So just shoot a lot.. bracket like crazy... pad that a little, and maybe you will get Lucky?  lol! Yea.. sure! You will occasionally get a decent shot... but did you do it intentionally? Not really!  Why not just use THE "P" MODE... if the camera is so smart?


----------



## mistermonday

480sparky said:


> mistermonday said:
> 
> 
> 
> There really is no need to go manual if you have the automation in your camera. There are so many metering options and intelligence in the camera that you should be able to set your aperture and let the camera control the exposure times. .........
> 
> 
> 
> 
> To me, auto modes are the biggest and most abused crutches in photography.  If you learn how to shoot in manual from the git-go, you're a million times more likely to succeed with auto modes.  But alas, manufacturers have brainwashed most everyone into thinking the camera can think better than a human brain can.
> 
> The mere fact the OP is asking this question is proof of this.
Click to expand...


Well, I grew up and got my 1st 2 cameras before they had auto anything so I know what you mean. I also grew up learning how to do math many years before the calculator was commercially affordable. I came across a young person a while ago who needed a calculator to figure out what to me was a minor mental math activity. He claimed he did not understand how to do math but that did not matter because calculators were everywhere - in his iPhone, iPad, Computer, his desktop, his backpack, even in one of his Casio wristwatches. I felt like offering a similar dissertation to yours. But then I thought about it for a moment and realized that maybe he could get through life without ever needing to have a basic foundation of fundamental math - that perhaps he would always have access to a calculator and never be marooned on a desert island. I considered myself fortunate and advantaged to have had the learning just as I have in basic photography but I applied a "live and let live"  philosophy. Good luck trying to fight the brainwashing, its a losing battle.
Regards, Murray


----------



## ann

I don't know if i really know why, even with manual metering (which i use, as it is how I learned) one has to pick a value and then adjusted accordingly. Perhaps because with HDR one picks the fstop to maintain DOF, so it seems logically to them to just set the camera to aperture priority mode.


----------



## 480sparky

Overread said:


> Sparky careful - Aperture and shutter priority modes are not full auto and much of the time one is working without flash dominated lighting those two modes are simply repeating and partly automating what photographers do in manual mode. That is set their primary setting for the creative effect they want - check their secondary setting and then adjust ISO accordingly. The only difference being the camera changes the 3rd value for them.
> 
> The full auto mode and the scene modes on lower end bodies (eg landscape, macro, portrait etc...) I agree are modes one should try and move away from. They are not "bad" in that they generally do get a good exposure, but they will not be anywhere near as creative not diverse as a photographer can be even with little training and experience.

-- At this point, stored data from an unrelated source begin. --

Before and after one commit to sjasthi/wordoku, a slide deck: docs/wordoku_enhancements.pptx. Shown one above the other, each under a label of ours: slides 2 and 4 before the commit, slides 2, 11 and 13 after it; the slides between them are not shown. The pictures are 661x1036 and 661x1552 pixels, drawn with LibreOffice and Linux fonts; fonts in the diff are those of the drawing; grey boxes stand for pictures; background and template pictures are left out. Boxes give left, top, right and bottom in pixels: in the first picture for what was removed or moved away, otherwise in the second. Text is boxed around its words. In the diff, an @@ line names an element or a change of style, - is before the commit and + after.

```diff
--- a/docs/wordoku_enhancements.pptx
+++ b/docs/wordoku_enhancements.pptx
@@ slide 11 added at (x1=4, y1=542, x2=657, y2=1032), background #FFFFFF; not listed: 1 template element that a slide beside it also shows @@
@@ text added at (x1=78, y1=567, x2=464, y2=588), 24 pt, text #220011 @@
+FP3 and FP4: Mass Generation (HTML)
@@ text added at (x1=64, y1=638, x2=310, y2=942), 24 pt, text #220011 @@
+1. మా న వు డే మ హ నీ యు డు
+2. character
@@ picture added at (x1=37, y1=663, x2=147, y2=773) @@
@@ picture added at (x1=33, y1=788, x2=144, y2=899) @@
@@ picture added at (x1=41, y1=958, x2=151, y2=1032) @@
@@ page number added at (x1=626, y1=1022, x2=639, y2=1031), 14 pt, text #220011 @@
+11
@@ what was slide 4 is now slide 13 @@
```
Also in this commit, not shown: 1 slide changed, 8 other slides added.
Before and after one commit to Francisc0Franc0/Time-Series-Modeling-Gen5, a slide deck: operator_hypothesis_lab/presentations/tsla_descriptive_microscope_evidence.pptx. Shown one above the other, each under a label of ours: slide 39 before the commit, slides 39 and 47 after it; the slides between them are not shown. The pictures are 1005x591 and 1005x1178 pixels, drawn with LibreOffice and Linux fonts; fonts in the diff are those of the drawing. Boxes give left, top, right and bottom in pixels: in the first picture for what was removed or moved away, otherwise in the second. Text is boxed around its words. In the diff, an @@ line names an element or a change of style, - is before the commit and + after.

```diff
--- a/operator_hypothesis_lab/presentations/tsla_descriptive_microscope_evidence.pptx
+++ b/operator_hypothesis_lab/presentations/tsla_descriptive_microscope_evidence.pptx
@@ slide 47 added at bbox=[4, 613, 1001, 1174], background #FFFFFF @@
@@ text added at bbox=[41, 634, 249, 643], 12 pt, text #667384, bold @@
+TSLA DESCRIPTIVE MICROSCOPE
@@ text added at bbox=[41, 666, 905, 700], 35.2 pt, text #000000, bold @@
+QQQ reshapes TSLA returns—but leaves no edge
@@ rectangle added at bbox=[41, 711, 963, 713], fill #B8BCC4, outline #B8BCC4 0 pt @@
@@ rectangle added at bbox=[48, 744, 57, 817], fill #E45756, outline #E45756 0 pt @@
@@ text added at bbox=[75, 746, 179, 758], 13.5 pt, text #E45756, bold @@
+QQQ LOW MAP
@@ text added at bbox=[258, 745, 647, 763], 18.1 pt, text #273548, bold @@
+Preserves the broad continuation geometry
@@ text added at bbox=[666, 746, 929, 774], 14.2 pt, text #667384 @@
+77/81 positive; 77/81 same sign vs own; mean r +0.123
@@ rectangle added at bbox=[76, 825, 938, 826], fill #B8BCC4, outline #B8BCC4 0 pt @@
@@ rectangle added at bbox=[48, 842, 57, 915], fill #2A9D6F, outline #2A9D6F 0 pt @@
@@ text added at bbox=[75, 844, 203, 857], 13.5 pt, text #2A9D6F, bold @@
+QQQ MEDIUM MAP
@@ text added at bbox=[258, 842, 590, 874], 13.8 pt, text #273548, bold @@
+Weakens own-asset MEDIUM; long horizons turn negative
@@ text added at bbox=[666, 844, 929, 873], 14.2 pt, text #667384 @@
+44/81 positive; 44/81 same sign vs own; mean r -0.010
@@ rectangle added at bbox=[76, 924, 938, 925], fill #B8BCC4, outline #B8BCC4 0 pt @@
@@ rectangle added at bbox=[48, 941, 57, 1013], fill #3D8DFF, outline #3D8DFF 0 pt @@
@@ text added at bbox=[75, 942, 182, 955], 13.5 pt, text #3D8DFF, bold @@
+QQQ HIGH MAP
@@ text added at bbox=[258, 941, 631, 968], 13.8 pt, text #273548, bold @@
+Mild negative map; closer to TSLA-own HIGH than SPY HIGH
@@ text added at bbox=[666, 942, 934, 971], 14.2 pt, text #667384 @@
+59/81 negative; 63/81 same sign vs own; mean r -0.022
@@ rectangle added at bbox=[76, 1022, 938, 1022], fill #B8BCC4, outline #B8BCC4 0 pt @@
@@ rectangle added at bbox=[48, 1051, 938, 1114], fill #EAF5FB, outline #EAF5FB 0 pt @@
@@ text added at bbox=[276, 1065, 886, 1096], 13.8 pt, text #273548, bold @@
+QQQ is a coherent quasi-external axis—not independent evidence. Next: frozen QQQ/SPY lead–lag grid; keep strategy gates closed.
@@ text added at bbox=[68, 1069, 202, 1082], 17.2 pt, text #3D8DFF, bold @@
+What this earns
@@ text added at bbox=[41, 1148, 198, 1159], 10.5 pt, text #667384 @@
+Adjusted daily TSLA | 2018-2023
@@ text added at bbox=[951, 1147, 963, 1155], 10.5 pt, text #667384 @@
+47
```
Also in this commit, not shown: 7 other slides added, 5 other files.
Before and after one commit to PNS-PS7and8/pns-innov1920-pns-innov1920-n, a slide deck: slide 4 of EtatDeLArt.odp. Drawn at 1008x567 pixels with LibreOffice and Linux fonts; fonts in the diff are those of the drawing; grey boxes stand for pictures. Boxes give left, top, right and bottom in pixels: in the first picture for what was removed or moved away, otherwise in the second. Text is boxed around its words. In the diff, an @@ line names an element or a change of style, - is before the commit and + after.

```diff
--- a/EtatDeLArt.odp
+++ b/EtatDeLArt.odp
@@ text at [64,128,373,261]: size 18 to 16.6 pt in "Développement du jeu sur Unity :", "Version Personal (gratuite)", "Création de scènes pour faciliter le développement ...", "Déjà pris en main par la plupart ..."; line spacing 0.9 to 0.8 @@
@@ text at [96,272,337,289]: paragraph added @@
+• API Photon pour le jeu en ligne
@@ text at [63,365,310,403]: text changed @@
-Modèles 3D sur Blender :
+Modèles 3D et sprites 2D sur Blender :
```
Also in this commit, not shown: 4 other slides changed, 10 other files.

I'm not advocating outlawing any auto or semi-auto modes.  You gotta learn the basics if you want to learn.  You can't learn to tickle the ivories by cranking up a player piano.  I think 99.9% of aspiring shooters would be far better served by starting out in manual only.  Manual everything...... ISO, shutter speed, aperture and white balance. This teaches you how to work the camera, not let the camera do the work.

Once you've got a solid grasp on those basics, slowly work your way towards that magical Auto mode.  But only in steps.  After manual mode, let the camera start to take over.  Aperture- and Shutter-preferred.  Then Program mode.  You are only allowed to use Auto once you graduate.

Auto is fine for MWACs and little kids.  But if you wanna get serious, start at the _real_ basics.... *M*anual.


----------



## 480sparky

mistermonday said:


> Well, I grew up and got my 1st 2 cameras before they had auto anything so I know what you mean. I also grew up learning how to do math many years before the calculator was commercially affordable. I came across a young person a while ago who needed a calculator to figure out what to me was a minor mental math activity. He claimed he did not understand how to do math but that did not matter because calculators were everywhere - in his iPhone, iPad, Computer, his desktop, his backpack, even in one of his Casio wristwatches. I felt like offering a similar dissertation to yours. But then I thought about it for a moment and realized that maybe he could get through life without ever needing to have a basic foundation of fundamental math - that perhaps he would always have access to a calculator and never be marooned on a desert island. I considered myself fortunate and advantaged to have had the learning just as I have in basic photography but I applied a "live and let live"  philosophy. Good luck trying to fight the brainwashing, its a losing battle.
> Regards, Murray



Too bad these kids can't even make change at Mickey D's even when the register shows it to them.  I can calculate the change I have coming as soon as I see the total.  Even if my bill is $5.37 and I hand over $10.02.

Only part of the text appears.